As with Debussy, Maurice Ravel’s major reputation as a choral composer is largely
based on his set of three a cappella chansons (though Ravel had, at least, composed five pieces
for solo voice, SATB chorus, and orchestra, in the first years of the century and, of course, the
brilliant writing that treats the chorus as a part of the orchestra in Daphnis and Chloe. But the Trois
Chansons, composed to his own texts during the first months of World War I, are his finest and
most original works for vocal ensemble. Trois beaux oiseaux du Paradis employs a favorite Ravelian texture—solo soprano against
mixed voices, here movingly depicting the separation—perhaps forever—of a loved one who has
gone off to war. Nicolette is a cheerful, if cynical, Frenchman’s view of what it is women are
looking for.
Glenn Gould was, of course, one of the most honored and discussed pianists during his
brief active concertizing career and the longer period of relative silence when he occasionally
recorded in the studio but no longer appeared in public. Few people know that he was also a
composer, trained in and mostly preferring to pursue Schoenberg’s twelve-tone system. Naturally
he wrote some piano pieces, but his major work was a large single-movement string quartet. And
what may well be his only vocal work takes aim at the Bach style with a fugue that describes itself
as it unfolds. It was a stroke of genius when American composer Peter Schickele invented “the last
and least” of the sons of J.S. Bach, the unsurpassably imcompetent P.D.Q. Bach. Periodically
Schickele’s “research” has resulted in the fortunate (?) “discovery” of a new work from the
deathless hapless composer. Normally P.D.Q. falls flat on his face while attempting music in the
style of various 18th-century composers, but in this case he is really spreading his wings, taking on
one of the most famous of Elizabethan madrigals, “My bonnie lass she smileth” as only he can do
it.
Organist, composer, and teacher Peter Lutkin spent almost his entire life in the upper
Midwest.
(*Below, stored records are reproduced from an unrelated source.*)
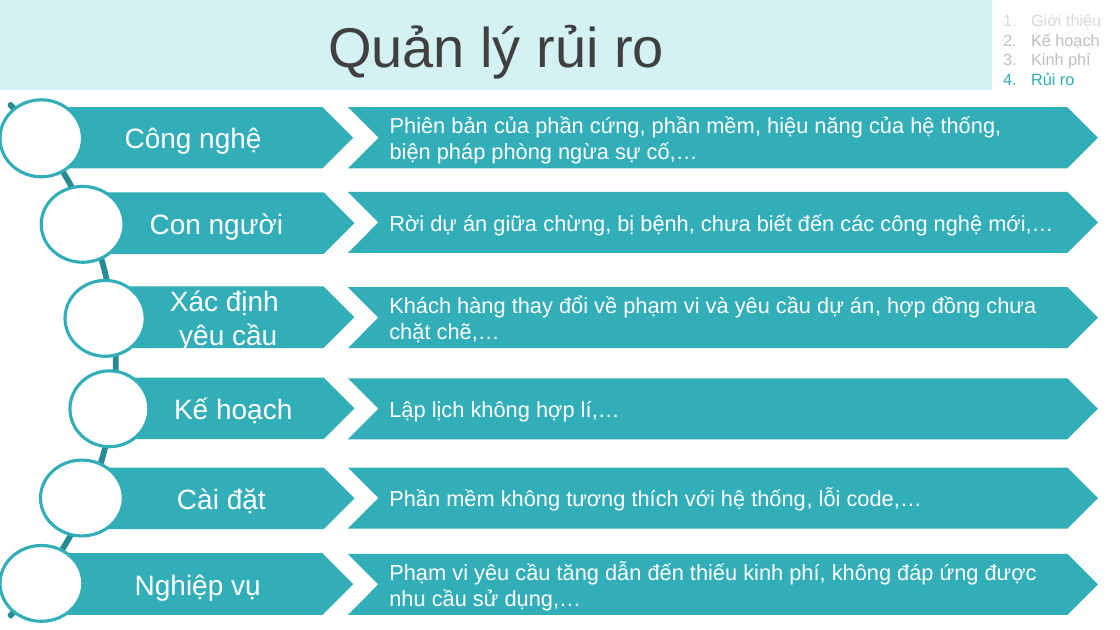
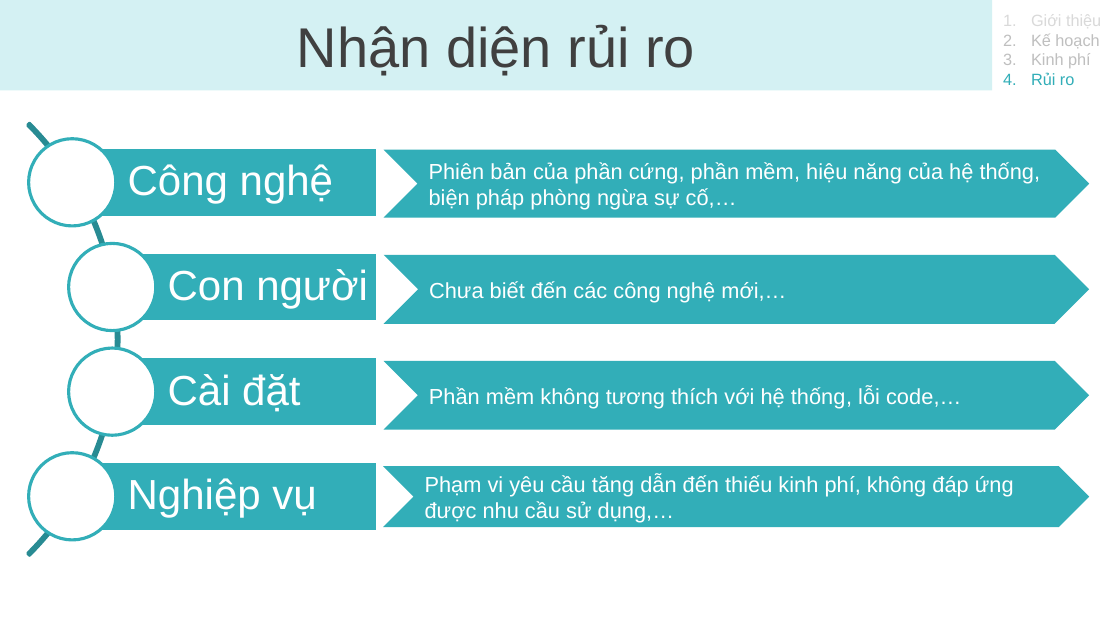
Before and after one commit to bapnam/DoAn_QTTinHoc, a slide deck: slide 13 of Nhom07/BaoCao.pptx. Drawn at 1120x630 pixels with LibreOffice and Linux fonts; fonts in the diff are those of the drawing. Boxes give left, top, right and bottom in pixels: in the first picture for what was removed or moved away, otherwise in the second. Text is boxed around its words. In the diff, an @@ line names an element or a change of style, - is before the commit and + after.

```diff
--- a/Nhom07/BaoCao.pptx
+++ b/Nhom07/BaoCao.pptx
@@ text at bbox=[297, 24, 695, 76]: text changed @@
-Quản lý rủi ro
+Nhận diện rủi ro
@@ arch (boxed as its full ring): place and size @@
-arch (boxed as its full ring) at bbox=[0, 0, 118, 630]
+arch (boxed as its full ring) at bbox=[0, 34, 119, 630]
@@ ellipse removed at bbox=[0, 100, 83, 177] @@
@@ pentagon arrow removed at bbox=[48, 108, 353, 169] @@
-Công nghệ
@@ ellipse: place and size @@
-ellipse at bbox=[41, 186, 124, 262]
+ellipse at bbox=[29, 139, 116, 226]
@@ freeform shape added at bbox=[73, 148, 379, 217], fill #32AEB8, outline #FFFFFF 2 pt, 27 pt, text #FFFFFF @@
+Công nghệ
@@ chevron "Phiên bản của phần cứng, ...": place and size @@
-chevron "Phiên bản của phần cứng, ..." at bbox=[348, 108, 1099, 169]
+chevron "Phiên bản của phần cứng, ..." at bbox=[384, 150, 1090, 218]
@@ text in chevron at bbox=[429, 162, 1041, 210]: text changed @@
-Phiên bản của phần cứng, phần mềm, hiệu năng của hệ thống,
-biện pháp phòng ngừa sự cố,…
+Phiên bản của phần cứng, phần mềm, hiệu năng của hệ thống, biện pháp phòng ngừa sự cố,…
@@ pentagon arrow removed at bbox=[94, 193, 355, 254] @@
-Con người
@@ ellipse: place and size @@
-ellipse at bbox=[65, 280, 146, 356]
+ellipse at bbox=[68, 243, 156, 330]
@@ freeform shape added at bbox=[112, 252, 377, 321], fill #32AEB8, outline #FFFFFF 2 pt, 27 pt, text #FFFFFF @@
+Con người
@@ chevron "Chưa biết đến các công ...": place and size @@
-chevron "Chưa biết đến các công ..." at bbox=[348, 192, 1099, 252]
+chevron "Chưa biết đến các công ..." at bbox=[384, 255, 1090, 325]
@@ pentagon arrow removed at bbox=[118, 287, 355, 348] @@
-Xác định
-yêu cầu
@@ chevron removed at bbox=[348, 287, 1099, 347] @@
-Khách hàng thay đổi về phạm vi và yêu cầu dự án, hợp đồng chưa
-chặt chẽ,…
@@ text in chevron at bbox=[429, 281, 786, 302]: text changed @@
-Rời dự án giữa chừng, bị bệnh, chưa biết đến các công nghệ mới,…
+Chưa biết đến các công nghệ mới,…
@@ ellipse: place and size @@
-ellipse at bbox=[69, 371, 149, 447]
+ellipse at bbox=[68, 348, 156, 436]
@@ freeform shape added at bbox=[112, 357, 377, 427], fill #32AEB8, outline #FFFFFF 2 pt, 27 pt, text #FFFFFF @@
+Cài đặt
@@ pentagon arrow removed at bbox=[128, 377, 355, 439] @@
-Kế hoạch
@@ chevron removed at bbox=[348, 379, 1099, 439] @@
-Lập lịch không hợp lí,…
@@ chevron "Phần mềm không tương thích ...": place and size @@
-chevron "Phần mềm không tương thích ..." at bbox=[348, 468, 1099, 529]
+chevron "Phần mềm không tương thích ..." at bbox=[384, 361, 1090, 429]
@@ ellipse: place and size @@
-ellipse at bbox=[40, 460, 123, 536]
+ellipse at bbox=[29, 452, 116, 540]
@@ freeform shape added at bbox=[73, 461, 379, 531], fill #32AEB8, outline #FFFFFF 2 pt, 27 pt, text #FFFFFF @@
+Nghiệp vụ
@@ pentagon arrow removed at bbox=[103, 468, 354, 530] @@
-Cài đặt
@@ chevron "Phạm vi yêu cầu tăng ...": place and size @@
-chevron "Phạm vi yêu cầu tăng ..." at bbox=[348, 554, 1099, 615]
+chevron "Phạm vi yêu cầu tăng ..." at bbox=[383, 466, 1089, 526]
@@ text in chevron at bbox=[425, 475, 1014, 523]: spaces changed @@
-Phạm vi yêu cầu tăng dẫn đến thiếu kinh phí, không đáp ứng được
-nhu cầu sử dụng,…
+Phạm vi yêu cầu tăng dẫn đến thiếu kinh phí, không đáp ứng
+được nhu cầu sử dụng,…
@@ ellipse removed at bbox=[0, 545, 83, 622] @@
@@ pentagon arrow removed at bbox=[57, 553, 353, 615] @@
-Nghiệp vụ
```
Also in this commit, not shown: 9 other slides changed, 1 slide added, 4 other files.

Born in Wisconsin, he studied in Europe and became the organist at a series of Chicago
churches in the 1880s and ’90s. He founded the School of Music at Northeastern University
about 1895. His compositions all seem to have been intended for church use. The setting of the
benediction, drawn from Numbers 6:24, followed by a sevenfold “Amen,” is sung every Sunday
in hundreds, perhaps thousands, of Protestant churches in the United States.